[Records from a data source]
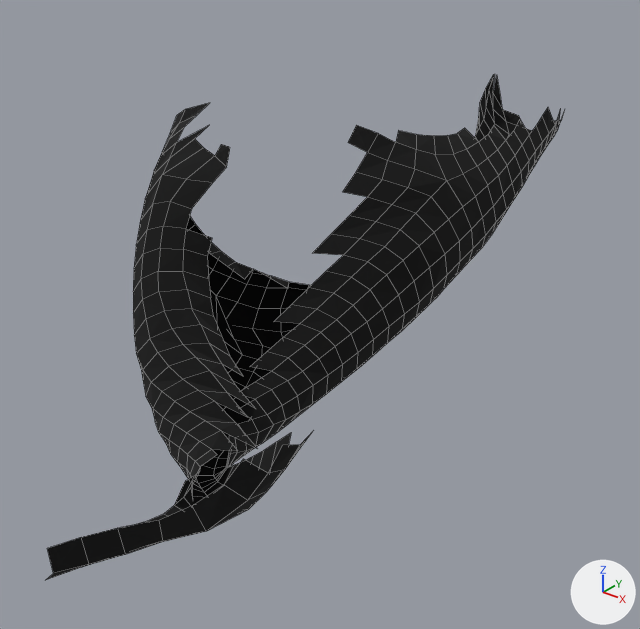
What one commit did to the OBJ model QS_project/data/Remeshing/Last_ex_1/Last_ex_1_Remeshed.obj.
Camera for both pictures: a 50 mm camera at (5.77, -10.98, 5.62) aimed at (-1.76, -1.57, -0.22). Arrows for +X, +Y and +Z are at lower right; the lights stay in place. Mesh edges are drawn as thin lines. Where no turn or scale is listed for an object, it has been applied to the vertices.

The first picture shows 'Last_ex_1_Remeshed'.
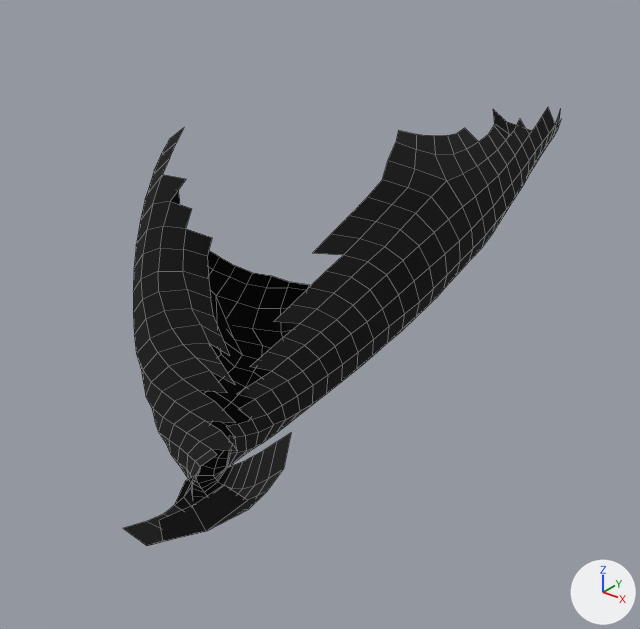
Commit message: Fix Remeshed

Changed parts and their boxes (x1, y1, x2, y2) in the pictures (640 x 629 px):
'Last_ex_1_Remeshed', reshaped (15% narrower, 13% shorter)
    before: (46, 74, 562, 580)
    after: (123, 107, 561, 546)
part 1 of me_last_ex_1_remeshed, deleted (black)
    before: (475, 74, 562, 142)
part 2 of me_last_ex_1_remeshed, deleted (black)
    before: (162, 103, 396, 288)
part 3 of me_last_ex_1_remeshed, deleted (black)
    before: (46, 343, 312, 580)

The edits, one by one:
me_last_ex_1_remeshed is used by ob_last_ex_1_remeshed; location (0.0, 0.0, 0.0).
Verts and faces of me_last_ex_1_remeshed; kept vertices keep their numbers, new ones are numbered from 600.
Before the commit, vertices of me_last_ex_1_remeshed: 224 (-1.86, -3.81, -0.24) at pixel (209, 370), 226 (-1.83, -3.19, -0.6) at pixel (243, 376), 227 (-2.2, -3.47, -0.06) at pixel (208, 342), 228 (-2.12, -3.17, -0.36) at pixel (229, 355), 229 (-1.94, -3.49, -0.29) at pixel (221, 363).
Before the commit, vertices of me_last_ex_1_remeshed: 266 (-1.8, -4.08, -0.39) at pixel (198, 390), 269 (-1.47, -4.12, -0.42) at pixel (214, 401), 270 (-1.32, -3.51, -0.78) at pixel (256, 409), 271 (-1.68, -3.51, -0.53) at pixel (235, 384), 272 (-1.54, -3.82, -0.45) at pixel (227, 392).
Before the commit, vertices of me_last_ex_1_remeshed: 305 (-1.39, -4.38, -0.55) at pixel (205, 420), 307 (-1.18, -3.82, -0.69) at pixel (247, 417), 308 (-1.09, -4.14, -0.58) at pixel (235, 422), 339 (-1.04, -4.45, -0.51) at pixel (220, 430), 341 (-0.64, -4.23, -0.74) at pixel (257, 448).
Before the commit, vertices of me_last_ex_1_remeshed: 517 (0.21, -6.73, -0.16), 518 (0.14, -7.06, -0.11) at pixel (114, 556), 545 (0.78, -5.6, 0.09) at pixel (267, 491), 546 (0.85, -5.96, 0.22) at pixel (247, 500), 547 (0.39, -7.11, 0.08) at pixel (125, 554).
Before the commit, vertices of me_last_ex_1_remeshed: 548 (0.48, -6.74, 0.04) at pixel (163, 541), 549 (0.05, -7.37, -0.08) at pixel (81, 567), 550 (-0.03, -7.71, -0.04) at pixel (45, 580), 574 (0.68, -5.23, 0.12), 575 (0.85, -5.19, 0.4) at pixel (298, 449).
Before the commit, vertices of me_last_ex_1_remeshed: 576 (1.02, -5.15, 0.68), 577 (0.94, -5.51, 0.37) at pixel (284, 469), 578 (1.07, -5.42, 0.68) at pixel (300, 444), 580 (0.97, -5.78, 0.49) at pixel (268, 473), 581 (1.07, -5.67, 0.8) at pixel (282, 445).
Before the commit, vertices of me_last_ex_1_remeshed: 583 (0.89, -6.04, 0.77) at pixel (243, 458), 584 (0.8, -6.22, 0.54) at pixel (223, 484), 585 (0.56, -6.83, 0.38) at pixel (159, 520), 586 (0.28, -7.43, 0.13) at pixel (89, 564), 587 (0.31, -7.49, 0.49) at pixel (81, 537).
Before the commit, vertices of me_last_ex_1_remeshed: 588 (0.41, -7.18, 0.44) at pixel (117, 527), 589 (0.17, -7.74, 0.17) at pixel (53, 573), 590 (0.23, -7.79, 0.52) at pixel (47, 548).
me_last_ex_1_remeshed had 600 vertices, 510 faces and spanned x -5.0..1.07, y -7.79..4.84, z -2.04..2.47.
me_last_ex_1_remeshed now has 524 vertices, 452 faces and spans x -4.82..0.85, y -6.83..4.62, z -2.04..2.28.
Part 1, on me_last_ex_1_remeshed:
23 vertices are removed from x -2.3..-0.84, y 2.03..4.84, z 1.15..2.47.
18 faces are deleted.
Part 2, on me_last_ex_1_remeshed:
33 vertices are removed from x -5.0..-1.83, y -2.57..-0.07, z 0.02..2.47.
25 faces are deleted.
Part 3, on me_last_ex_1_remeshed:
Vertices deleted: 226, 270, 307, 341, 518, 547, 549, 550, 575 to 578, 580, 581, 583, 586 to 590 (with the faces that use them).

● **Description of the task**
Retype all of the data above word for word, excluding the pictures.

● **Exercise answer**
What one commit did to the OBJ model QS_project/data/Remeshing/Last_ex_1/Last_ex_1_Remeshed.obj.
Camera for both pictures: a 50 mm camera at (5.77, -10.98, 5.62) aimed at (-1.76, -1.57, -0.22). Arrows for +X, +Y and +Z are at lower right; the lights stay in place. Mesh edges are drawn as thin lines. Where no turn or scale is listed for an object, it has been applied to the vertices.

The first picture shows 'Last_ex_1_Remeshed'.
Commit message: Fix Remeshed

Changed parts and their boxes (x1, y1, x2, y2) in the pictures (640 x 629 px):
'Last_ex_1_Remeshed', reshaped (15% narrower, 13% shorter)
    before: (46, 74, 562, 580)
    after: (123, 107, 561, 546)
part 1 of me_last_ex_1_remeshed, deleted (black)
    before: (475, 74, 562, 142)
part 2 of me_last_ex_1_remeshed, deleted (black)
    before: (162, 103, 396, 288)
part 3 of me_last_ex_1_remeshed, deleted (black)
    before: (46, 343, 312, 580)

The edits, one by one:
me_last_ex_1_remeshed is used by ob_last_ex_1_remeshed; location (0.0, 0.0, 0.0).
Verts and faces of me_last_ex_1_remeshed; kept vertices keep their numbers, new ones are numbered from 600.
Before the commit, vertices of me_last_ex_1_remeshed: 224 (-1.86, -3.81, -0.24) at pixel (209, 370), 226 (-1.83, -3.19, -0.6) at pixel (243, 376), 227 (-2.2, -3.47, -0.06) at pixel (208, 342), 228 (-2.12, -3.17, -0.36) at pixel (229, 355), 229 (-1.94, -3.49, -0.29) at pixel (221, 363).
Before the commit, vertices of me_last_ex_1_remeshed: 266 (-1.8, -4.08, -0.39) at pixel (198, 390), 269 (-1.47, -4.12, -0.42) at pixel (214, 401), 270 (-1.32, -3.51, -0.78) at pixel (256, 409), 271 (-1.68, -3.51, -0.53) at pixel (235, 384), 272 (-1.54, -3.82, -0.45) at pixel (227, 392).
Before the commit, vertices of me_last_ex_1_remeshed: 305 (-1.39, -4.38, -0.55) at pixel (205, 420), 307 (-1.18, -3.82, -0.69) at pixel (247, 417), 308 (-1.09, -4.14, -0.58) at pixel (235, 422), 339 (-1.04, -4.45, -0.51) at pixel (220, 430), 341 (-0.64, -4.23, -0.74) at pixel (257, 448).
Before the commit, vertices of me_last_ex_1_remeshed: 517 (0.21, -6.73, -0.16), 518 (0.14, -7.06, -0.11) at pixel (114, 556), 545 (0.78, -5.6, 0.09) at pixel (267, 491), 546 (0.85, -5.96, 0.22) at pixel (247, 500), 547 (0.39, -7.11, 0.08) at pixel (125, 554).
Before the commit, vertices of me_last_ex_1_remeshed: 548 (0.48, -6.74, 0.04) at pixel (163, 541), 549 (0.05, -7.37, -0.08) at pixel (81, 567), 550 (-0.03, -7.71, -0.04) at pixel (45, 580), 574 (0.68, -5.23, 0.12), 575 (0.85, -5.19, 0.4) at pixel (298, 449).
Before the commit, vertices of me_last_ex_1_remeshed: 576 (1.02, -5.15, 0.68), 577 (0.94, -5.51, 0.37) at pixel (284, 469), 578 (1.07, -5.42, 0.68) at pixel (300, 444), 580 (0.97, -5.78, 0.49) at pixel (268, 473), 581 (1.07, -5.67, 0.8) at pixel (282, 445).
Before the commit, vertices of me_last_ex_1_remeshed: 583 (0.89, -6.04, 0.77) at pixel (243, 458), 584 (0.8, -6.22, 0.54) at pixel (223, 484), 585 (0.56, -6.83, 0.38) at pixel (159, 520), 586 (0.28, -7.43, 0.13) at pixel (89, 564), 587 (0.31, -7.49, 0.49) at pixel (81, 537).
Before the commit, vertices of me_last_ex_1_remeshed: 588 (0.41, -7.18, 0.44) at pixel (117, 527), 589 (0.17, -7.74, 0.17) at pixel (53, 573), 590 (0.23, -7.79, 0.52) at pixel (47, 548).
me_last_ex_1_remeshed had 600 vertices, 510 faces and spanned x -5.0..1.07, y -7.79..4.84, z -2.04..2.47.
me_last_ex_1_remeshed now has 524 vertices, 452 faces and spans x -4.82..0.85, y -6.83..4.62, z -2.04..2.28.
Part 1, on me_last_ex_1_remeshed:
23 vertices are removed from x -2.3..-0.84, y 2.03..4.84, z 1.15..2.47.
18 faces are deleted.
Part 2, on me_last_ex_1_remeshed:
33 vertices are removed from x -5.0..-1.83, y -2.57..-0.07, z 0.02..2.47.
25 faces are deleted.
Part 3, on me_last_ex_1_remeshed:
Vertices deleted: 226, 270, 307, 341, 518, 547, 549, 550, 575 to 578, 580, 581, 583, 586 to 590 (with the faces that use them).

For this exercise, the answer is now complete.